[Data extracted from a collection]
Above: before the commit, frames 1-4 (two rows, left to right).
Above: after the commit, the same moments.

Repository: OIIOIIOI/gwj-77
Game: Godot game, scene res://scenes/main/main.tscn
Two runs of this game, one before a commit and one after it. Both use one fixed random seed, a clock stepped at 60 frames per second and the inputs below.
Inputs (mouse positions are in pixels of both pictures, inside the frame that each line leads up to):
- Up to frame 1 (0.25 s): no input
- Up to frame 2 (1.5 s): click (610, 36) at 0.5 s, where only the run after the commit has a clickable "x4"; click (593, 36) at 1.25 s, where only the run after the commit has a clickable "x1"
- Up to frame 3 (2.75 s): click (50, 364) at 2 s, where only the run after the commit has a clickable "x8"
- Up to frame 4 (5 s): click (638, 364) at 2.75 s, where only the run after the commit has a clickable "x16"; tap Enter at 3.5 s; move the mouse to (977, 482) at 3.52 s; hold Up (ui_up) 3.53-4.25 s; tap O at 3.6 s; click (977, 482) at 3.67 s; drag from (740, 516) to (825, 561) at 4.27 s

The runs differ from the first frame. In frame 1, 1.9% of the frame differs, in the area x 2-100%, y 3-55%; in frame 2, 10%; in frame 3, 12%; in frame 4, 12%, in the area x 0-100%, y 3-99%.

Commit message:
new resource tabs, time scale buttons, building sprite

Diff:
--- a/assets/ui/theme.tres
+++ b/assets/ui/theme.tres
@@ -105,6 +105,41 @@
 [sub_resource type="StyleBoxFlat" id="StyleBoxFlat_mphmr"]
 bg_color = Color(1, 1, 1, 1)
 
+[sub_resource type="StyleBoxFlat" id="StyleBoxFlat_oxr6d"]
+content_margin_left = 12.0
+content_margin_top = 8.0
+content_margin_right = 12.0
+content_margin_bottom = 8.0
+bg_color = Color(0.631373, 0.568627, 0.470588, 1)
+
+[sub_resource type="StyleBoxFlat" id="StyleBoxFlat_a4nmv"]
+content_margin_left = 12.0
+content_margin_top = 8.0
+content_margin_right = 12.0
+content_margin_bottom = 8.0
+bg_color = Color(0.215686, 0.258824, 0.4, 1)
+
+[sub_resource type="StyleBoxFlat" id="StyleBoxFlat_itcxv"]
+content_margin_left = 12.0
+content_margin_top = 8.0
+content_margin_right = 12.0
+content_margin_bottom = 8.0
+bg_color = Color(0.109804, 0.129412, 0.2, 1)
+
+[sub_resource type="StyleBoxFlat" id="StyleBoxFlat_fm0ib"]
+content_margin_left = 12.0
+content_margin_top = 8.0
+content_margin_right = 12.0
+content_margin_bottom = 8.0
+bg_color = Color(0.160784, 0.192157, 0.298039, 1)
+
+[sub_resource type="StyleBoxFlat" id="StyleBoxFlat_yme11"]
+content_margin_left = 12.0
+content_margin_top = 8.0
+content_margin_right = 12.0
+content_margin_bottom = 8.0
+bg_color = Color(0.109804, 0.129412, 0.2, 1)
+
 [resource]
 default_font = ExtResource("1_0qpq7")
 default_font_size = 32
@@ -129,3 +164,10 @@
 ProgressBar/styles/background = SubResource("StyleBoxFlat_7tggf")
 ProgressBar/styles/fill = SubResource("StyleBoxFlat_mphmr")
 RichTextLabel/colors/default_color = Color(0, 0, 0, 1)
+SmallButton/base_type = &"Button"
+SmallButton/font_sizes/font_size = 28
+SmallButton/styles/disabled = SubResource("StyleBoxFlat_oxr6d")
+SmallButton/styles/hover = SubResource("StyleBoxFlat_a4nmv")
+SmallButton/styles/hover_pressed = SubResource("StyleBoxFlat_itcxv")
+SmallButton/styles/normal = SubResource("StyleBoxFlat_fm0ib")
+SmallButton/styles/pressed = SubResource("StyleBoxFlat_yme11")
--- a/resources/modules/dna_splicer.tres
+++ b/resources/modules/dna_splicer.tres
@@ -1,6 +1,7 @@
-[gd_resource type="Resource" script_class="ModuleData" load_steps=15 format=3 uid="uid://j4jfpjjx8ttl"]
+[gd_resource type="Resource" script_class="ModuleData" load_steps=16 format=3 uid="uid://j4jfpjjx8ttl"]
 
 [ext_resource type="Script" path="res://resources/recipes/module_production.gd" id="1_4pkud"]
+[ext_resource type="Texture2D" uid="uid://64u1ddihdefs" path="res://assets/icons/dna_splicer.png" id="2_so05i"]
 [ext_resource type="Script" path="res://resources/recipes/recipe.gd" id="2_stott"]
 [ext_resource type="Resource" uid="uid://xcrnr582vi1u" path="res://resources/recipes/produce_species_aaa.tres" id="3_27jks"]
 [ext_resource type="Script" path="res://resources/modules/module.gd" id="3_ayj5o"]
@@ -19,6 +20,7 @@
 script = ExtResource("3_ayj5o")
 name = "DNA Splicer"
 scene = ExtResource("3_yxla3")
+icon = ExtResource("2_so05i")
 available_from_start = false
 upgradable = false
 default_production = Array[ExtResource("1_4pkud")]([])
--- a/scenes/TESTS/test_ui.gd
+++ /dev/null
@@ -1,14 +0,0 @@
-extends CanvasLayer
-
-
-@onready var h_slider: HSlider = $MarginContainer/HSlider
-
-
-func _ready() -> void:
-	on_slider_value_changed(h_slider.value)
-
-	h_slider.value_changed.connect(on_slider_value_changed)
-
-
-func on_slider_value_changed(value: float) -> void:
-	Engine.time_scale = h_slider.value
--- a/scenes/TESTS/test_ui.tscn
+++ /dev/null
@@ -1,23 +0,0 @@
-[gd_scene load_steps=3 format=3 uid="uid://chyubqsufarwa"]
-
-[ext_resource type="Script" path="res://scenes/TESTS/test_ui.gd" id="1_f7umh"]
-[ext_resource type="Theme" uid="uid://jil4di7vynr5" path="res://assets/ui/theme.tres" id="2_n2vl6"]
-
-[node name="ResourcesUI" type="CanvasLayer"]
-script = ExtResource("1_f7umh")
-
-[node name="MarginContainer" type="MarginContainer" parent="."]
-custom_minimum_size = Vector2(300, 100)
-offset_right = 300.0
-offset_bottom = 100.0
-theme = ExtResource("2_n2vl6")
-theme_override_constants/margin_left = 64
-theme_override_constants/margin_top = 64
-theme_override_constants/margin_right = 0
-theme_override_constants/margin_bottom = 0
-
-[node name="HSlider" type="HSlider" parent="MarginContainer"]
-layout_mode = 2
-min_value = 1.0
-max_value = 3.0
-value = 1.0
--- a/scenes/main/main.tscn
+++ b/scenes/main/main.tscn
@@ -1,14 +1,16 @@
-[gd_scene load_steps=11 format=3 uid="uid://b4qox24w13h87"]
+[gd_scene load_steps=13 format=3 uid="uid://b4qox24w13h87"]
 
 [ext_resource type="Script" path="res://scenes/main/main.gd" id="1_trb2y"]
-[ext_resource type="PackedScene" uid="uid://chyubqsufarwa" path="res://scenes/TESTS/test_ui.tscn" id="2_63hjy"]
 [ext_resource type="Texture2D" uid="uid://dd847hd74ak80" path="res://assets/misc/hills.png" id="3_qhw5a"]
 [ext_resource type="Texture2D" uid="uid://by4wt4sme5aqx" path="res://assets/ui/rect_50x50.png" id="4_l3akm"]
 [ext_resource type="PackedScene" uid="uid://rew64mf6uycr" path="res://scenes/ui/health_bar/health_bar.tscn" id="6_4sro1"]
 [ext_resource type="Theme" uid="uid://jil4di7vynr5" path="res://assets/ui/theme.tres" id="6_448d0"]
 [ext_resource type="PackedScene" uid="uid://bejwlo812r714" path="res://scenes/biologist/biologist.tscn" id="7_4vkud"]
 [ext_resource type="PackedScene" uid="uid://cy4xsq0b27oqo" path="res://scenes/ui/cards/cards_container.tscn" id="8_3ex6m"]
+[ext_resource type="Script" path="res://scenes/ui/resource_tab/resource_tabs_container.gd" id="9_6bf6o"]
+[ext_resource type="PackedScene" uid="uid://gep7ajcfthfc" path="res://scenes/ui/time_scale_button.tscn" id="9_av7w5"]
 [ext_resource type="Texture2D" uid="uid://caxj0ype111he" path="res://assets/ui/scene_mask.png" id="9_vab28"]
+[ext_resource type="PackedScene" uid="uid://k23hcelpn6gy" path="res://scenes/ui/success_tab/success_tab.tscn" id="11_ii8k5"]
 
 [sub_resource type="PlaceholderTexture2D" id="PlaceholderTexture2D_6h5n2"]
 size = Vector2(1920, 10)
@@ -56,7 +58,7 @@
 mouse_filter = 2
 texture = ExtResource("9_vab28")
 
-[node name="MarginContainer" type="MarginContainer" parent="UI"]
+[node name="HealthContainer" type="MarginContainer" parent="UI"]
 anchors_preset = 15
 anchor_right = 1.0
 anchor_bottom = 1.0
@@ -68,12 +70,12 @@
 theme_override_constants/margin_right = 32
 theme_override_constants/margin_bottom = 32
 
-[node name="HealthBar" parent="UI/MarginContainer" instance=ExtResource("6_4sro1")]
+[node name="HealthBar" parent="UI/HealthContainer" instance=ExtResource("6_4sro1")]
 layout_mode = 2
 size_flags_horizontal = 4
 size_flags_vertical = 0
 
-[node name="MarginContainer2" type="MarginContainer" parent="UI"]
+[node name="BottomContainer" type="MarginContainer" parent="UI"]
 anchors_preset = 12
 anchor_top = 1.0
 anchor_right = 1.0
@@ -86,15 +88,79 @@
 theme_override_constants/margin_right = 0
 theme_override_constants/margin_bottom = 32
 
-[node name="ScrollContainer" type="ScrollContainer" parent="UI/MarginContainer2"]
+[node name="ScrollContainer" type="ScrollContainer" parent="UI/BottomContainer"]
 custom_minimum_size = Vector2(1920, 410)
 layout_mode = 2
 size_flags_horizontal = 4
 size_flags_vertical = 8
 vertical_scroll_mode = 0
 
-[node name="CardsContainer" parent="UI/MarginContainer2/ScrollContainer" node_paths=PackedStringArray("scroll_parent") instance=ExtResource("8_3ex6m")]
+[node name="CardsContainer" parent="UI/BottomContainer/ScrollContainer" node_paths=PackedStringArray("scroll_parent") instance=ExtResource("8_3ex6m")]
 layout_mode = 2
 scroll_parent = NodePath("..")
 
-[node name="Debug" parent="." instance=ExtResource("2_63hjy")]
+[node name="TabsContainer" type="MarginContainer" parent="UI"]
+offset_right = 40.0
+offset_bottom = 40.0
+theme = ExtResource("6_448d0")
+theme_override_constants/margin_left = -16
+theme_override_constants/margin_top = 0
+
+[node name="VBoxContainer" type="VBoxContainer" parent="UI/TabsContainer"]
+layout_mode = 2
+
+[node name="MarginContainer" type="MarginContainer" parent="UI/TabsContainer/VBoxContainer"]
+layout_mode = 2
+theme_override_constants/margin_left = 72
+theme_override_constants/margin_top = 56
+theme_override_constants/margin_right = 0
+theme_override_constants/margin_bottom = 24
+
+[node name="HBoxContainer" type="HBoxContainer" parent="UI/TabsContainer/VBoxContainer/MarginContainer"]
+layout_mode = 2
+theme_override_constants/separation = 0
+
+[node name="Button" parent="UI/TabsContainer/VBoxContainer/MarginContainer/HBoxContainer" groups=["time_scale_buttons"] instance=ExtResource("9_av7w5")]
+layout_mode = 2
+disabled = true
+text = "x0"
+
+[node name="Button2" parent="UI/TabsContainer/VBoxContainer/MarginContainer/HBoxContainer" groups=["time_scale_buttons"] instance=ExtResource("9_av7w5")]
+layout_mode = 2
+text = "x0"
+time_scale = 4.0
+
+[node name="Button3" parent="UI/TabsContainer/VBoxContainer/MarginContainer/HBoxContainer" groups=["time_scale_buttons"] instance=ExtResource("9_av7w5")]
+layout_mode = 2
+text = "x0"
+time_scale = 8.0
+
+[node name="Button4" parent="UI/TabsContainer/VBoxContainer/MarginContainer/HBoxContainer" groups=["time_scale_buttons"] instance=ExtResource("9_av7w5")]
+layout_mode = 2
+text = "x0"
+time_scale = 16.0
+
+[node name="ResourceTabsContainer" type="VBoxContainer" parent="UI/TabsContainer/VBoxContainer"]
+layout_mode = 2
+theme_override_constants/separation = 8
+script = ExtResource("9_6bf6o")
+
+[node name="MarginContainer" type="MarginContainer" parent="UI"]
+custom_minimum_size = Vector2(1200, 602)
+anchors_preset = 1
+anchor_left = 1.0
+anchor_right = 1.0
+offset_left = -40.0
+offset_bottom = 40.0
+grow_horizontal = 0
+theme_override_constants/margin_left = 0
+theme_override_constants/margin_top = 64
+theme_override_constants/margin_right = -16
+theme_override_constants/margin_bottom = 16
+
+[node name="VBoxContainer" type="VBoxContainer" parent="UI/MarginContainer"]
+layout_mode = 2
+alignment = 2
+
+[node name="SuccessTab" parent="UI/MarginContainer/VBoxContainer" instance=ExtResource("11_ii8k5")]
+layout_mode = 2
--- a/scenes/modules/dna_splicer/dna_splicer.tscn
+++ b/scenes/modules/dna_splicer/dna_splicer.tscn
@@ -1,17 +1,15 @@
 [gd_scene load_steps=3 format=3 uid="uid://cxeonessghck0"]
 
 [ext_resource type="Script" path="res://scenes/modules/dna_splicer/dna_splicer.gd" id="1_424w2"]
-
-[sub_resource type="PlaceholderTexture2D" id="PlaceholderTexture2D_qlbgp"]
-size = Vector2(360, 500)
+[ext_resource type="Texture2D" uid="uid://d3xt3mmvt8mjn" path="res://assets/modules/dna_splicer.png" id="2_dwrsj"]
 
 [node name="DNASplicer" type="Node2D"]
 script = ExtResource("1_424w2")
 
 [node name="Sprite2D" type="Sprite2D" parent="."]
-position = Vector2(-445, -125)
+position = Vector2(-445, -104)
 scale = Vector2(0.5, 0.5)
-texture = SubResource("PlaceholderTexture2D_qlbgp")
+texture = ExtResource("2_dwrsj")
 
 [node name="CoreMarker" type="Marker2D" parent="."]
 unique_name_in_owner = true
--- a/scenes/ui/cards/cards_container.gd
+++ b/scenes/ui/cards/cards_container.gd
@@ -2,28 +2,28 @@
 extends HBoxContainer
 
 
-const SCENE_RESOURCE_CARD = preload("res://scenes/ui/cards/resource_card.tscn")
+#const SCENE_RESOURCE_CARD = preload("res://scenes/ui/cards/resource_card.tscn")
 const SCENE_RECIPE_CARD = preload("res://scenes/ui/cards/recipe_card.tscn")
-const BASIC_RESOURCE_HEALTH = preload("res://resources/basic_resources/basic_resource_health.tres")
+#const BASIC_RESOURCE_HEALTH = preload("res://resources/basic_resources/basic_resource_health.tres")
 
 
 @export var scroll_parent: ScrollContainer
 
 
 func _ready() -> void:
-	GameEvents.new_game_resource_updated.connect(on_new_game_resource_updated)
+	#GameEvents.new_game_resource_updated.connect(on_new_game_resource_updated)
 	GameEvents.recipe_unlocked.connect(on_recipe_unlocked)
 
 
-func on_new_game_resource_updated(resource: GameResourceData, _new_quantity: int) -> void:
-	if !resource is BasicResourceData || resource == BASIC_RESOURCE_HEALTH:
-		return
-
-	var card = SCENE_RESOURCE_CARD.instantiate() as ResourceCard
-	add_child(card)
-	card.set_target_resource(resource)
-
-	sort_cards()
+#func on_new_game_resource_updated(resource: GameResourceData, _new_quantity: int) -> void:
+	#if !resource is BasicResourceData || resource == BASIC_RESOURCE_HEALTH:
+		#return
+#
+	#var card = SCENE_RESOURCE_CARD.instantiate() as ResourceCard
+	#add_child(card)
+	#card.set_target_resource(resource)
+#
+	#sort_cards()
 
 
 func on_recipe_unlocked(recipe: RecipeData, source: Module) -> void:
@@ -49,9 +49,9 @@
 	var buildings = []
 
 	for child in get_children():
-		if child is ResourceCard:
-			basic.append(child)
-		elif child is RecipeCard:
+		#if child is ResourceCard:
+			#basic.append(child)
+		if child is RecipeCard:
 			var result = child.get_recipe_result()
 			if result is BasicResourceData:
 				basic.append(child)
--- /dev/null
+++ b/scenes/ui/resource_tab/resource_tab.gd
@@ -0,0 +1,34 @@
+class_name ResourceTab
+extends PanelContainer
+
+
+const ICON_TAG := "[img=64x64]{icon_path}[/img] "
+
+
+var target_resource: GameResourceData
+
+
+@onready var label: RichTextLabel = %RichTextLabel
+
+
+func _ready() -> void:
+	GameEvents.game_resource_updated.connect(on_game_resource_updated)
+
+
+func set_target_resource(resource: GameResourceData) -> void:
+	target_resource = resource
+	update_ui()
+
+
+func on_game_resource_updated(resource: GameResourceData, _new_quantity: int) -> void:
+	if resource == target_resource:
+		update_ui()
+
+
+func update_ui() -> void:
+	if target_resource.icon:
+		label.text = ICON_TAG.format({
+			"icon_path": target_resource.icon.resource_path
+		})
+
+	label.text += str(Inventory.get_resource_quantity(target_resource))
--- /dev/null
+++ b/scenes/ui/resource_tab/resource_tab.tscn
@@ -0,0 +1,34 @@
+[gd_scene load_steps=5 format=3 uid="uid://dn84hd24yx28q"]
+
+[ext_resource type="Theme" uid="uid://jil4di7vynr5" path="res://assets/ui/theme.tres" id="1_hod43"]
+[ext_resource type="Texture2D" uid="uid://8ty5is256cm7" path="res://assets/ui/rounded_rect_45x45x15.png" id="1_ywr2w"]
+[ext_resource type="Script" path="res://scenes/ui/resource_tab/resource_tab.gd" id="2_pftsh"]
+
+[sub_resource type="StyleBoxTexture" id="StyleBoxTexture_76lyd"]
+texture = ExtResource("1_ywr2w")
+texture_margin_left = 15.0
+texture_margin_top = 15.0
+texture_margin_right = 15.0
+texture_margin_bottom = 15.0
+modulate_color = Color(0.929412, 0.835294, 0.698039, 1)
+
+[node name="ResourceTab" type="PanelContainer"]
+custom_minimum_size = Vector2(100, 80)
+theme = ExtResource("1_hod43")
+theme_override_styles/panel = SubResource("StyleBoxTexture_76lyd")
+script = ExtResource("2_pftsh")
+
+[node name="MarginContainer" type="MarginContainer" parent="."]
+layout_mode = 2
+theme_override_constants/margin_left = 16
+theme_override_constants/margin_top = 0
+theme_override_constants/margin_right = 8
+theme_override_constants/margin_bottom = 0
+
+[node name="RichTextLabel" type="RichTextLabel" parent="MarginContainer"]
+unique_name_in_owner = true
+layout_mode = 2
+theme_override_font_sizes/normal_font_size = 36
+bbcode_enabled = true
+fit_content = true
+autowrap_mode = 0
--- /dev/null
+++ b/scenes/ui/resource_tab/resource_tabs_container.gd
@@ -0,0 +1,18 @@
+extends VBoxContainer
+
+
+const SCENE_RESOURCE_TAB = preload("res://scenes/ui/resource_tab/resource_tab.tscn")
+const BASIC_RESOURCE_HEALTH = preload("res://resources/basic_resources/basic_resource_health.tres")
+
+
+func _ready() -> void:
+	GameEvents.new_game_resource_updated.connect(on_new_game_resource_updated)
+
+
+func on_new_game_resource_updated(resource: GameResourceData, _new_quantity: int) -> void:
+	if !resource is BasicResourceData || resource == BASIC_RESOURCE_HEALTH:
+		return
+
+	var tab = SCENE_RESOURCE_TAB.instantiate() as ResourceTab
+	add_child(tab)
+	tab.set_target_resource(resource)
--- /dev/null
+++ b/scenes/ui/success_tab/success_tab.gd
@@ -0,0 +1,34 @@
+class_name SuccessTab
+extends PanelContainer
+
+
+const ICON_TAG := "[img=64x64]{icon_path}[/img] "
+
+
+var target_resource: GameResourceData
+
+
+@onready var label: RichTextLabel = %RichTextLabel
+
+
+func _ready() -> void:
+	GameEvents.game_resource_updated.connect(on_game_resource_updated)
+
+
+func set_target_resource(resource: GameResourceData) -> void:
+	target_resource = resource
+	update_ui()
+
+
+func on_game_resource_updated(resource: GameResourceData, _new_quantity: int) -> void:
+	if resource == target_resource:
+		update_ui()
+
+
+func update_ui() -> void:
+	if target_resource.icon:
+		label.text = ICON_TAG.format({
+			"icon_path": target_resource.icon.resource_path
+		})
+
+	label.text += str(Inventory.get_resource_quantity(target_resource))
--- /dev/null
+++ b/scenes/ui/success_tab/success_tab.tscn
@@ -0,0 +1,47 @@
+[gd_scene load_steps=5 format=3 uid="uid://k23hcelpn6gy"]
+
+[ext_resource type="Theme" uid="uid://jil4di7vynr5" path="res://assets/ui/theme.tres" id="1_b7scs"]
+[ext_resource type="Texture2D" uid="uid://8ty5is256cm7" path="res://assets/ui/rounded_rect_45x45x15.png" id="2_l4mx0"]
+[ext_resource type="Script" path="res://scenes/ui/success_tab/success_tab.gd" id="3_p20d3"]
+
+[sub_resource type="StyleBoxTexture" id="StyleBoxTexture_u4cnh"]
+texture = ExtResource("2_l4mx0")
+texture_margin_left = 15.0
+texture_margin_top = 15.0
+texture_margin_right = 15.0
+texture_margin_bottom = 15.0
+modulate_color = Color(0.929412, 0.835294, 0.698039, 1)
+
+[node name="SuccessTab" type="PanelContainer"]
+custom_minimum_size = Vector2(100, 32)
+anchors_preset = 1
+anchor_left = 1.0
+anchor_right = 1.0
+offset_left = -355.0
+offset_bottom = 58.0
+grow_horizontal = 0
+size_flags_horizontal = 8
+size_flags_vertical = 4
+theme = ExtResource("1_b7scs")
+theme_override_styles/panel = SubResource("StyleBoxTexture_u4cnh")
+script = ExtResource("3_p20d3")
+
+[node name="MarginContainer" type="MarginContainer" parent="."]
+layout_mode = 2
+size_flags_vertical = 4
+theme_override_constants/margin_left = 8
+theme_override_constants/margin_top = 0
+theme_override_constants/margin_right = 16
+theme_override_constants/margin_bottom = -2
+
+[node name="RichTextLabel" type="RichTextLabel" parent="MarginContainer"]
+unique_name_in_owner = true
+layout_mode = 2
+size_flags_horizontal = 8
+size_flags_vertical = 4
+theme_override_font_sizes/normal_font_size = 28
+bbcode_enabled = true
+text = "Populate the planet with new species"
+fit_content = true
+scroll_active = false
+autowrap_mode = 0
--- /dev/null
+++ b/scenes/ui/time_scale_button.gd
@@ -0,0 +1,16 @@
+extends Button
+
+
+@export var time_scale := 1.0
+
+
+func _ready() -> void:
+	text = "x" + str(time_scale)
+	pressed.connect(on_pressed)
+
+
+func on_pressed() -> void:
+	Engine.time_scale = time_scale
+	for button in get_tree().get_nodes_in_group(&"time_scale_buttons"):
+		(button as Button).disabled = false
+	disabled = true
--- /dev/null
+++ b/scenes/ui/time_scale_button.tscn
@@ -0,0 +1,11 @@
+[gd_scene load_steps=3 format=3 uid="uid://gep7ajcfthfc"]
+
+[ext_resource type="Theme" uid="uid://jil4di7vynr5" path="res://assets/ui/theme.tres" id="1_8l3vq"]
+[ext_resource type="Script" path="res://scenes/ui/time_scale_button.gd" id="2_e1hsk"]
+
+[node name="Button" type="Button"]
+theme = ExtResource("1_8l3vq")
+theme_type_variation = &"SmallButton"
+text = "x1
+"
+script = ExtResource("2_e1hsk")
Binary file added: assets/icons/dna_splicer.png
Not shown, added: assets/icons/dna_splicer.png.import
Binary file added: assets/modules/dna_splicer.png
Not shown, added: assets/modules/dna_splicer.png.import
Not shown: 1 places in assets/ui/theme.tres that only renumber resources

- [Task to carry out]:
Would you copy out exactly the lines above that start at the one containing "-56,7 +58,7 @@" and end at the one containing "theme_override_constants/margin_right = 32", inclusive?

- [Your solution]:
@@ -56,7 +58,7 @@
 mouse_filter = 2
 texture = ExtResource("9_vab28")
 
-[node name="MarginContainer" type="MarginContainer" parent="UI"]
+[node name="HealthContainer" type="MarginContainer" parent="UI"]
 anchors_preset = 15
 anchor_right = 1.0
 anchor_bottom = 1.0
@@ -68,12 +70,12 @@
 theme_override_constants/margin_right = 32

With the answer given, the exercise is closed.